Give back every record word for word, keeping the pictures out.

(Data listing Opens)

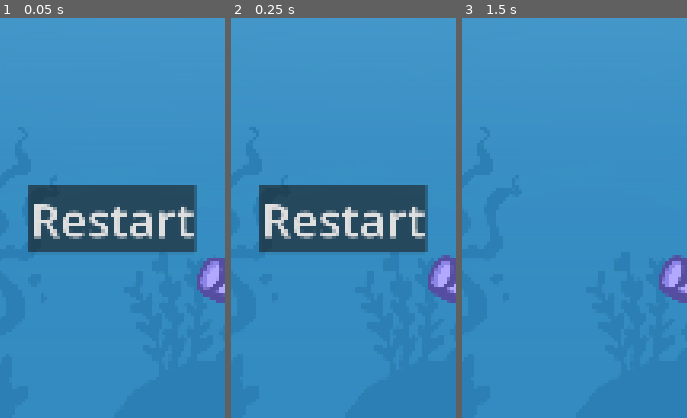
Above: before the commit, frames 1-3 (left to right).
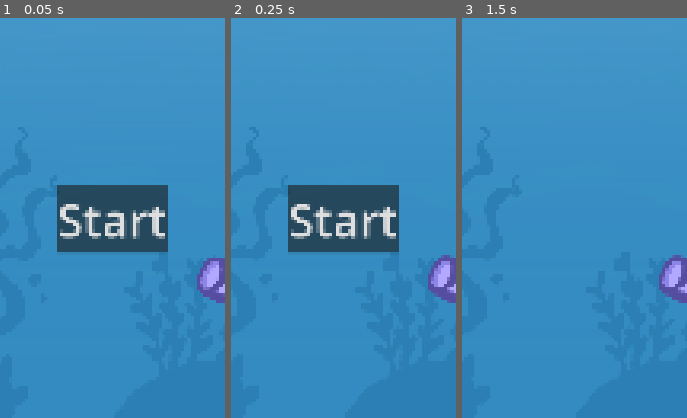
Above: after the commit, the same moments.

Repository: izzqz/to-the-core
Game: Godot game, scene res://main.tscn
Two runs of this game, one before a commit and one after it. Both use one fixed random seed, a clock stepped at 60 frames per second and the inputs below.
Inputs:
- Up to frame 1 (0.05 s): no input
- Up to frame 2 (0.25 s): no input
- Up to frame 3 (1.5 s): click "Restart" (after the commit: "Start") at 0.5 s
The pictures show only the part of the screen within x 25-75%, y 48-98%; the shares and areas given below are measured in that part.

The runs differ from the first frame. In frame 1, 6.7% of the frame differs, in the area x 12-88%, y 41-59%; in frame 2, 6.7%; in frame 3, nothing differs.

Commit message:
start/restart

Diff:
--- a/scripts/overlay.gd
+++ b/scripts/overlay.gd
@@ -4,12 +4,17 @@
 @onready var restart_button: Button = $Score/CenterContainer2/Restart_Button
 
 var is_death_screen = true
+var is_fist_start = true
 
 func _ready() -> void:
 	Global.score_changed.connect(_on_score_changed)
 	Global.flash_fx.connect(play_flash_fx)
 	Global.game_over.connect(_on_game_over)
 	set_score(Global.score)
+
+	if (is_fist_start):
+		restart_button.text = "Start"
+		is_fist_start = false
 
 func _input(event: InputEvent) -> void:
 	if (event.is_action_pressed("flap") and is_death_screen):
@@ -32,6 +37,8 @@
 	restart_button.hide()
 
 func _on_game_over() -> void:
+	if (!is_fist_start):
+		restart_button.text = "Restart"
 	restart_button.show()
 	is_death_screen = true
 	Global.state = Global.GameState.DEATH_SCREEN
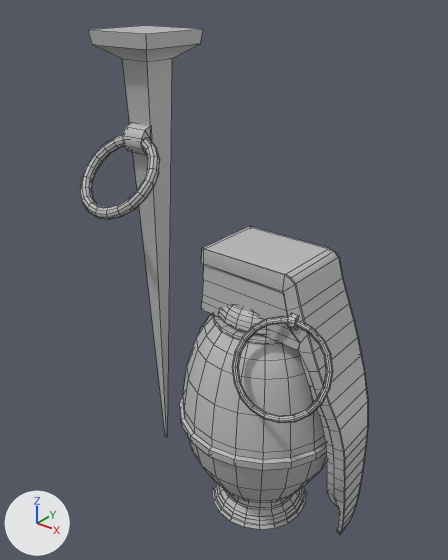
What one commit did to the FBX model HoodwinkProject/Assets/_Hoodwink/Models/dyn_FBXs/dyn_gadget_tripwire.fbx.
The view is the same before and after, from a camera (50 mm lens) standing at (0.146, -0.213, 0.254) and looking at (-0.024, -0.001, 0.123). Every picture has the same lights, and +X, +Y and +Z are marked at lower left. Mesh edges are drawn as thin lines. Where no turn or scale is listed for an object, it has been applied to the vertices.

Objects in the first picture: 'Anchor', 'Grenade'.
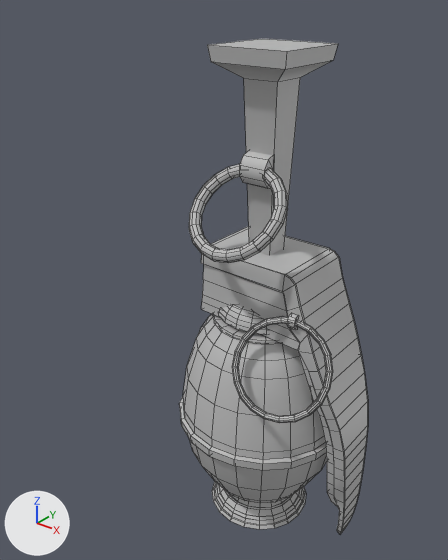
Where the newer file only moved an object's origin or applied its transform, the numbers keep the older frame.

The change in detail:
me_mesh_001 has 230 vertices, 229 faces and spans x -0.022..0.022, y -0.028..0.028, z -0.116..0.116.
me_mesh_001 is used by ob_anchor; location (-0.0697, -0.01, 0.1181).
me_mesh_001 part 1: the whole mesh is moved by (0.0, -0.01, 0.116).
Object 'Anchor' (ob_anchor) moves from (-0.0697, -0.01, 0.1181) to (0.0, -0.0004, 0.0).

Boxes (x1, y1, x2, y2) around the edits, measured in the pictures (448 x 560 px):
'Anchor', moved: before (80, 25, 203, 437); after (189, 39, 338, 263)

(Data listing Closes)

* **Task result**:
Above: before the commit, frames 1-3 (left to right).
Above: after the commit, the same moments.

Repository: izzqz/to-the-core
Game: Godot game, scene res://main.tscn
Two runs of this game, one before a commit and one after it. Both use one fixed random seed, a clock stepped at 60 frames per second and the inputs below.
Inputs:
- Up to frame 1 (0.05 s): no input
- Up to frame 2 (0.25 s): no input
- Up to frame 3 (1.5 s): click "Restart" (after the commit: "Start") at 0.5 s
The pictures show only the part of the screen within x 25-75%, y 48-98%; the shares and areas given below are measured in that part.

The runs differ from the first frame. In frame 1, 6.7% of the frame differs, in the area x 12-88%, y 41-59%; in frame 2, 6.7%; in frame 3, nothing differs.

Commit message:
start/restart

Diff:
--- a/scripts/overlay.gd
+++ b/scripts/overlay.gd
@@ -4,12 +4,17 @@
 @onready var restart_button: Button = $Score/CenterContainer2/Restart_Button
 
 var is_death_screen = true
+var is_fist_start = true
 
 func _ready() -> void:
 	Global.score_changed.connect(_on_score_changed)
 	Global.flash_fx.connect(play_flash_fx)
 	Global.game_over.connect(_on_game_over)
 	set_score(Global.score)
+
+	if (is_fist_start):
+		restart_button.text = "Start"
+		is_fist_start = false
 
 func _input(event: InputEvent) -> void:
 	if (event.is_action_pressed("flap") and is_death_screen):
@@ -32,6 +37,8 @@
 	restart_button.hide()
 
 func _on_game_over() -> void:
+	if (!is_fist_start):
+		restart_button.text = "Restart"
 	restart_button.show()
 	is_death_screen = true
 	Global.state = Global.GameState.DEATH_SCREEN
What one commit did to the FBX model HoodwinkProject/Assets/_Hoodwink/Models/dyn_FBXs/dyn_gadget_tripwire.fbx.
The view is the same before and after, from a camera (50 mm lens) standing at (0.146, -0.213, 0.254) and looking at (-0.024, -0.001, 0.123). Every picture has the same lights, and +X, +Y and +Z are marked at lower left. Mesh edges are drawn as thin lines. Where no turn or scale is listed for an object, it has been applied to the vertices.

Objects in the first picture: 'Anchor', 'Grenade'.
Where the newer file only moved an object's origin or applied its transform, the numbers keep the older frame.

The change in detail:
me_mesh_001 has 230 vertices, 229 faces and spans x -0.022..0.022, y -0.028..0.028, z -0.116..0.116.
me_mesh_001 is used by ob_anchor; location (-0.0697, -0.01, 0.1181).
me_mesh_001 part 1: the whole mesh is moved by (0.0, -0.01, 0.116).
Object 'Anchor' (ob_anchor) moves from (-0.0697, -0.01, 0.1181) to (0.0, -0.0004, 0.0).

Boxes (x1, y1, x2, y2) around the edits, measured in the pictures (448 x 560 px):
'Anchor', moved: before (80, 25, 203, 437); after (189, 39, 338, 263)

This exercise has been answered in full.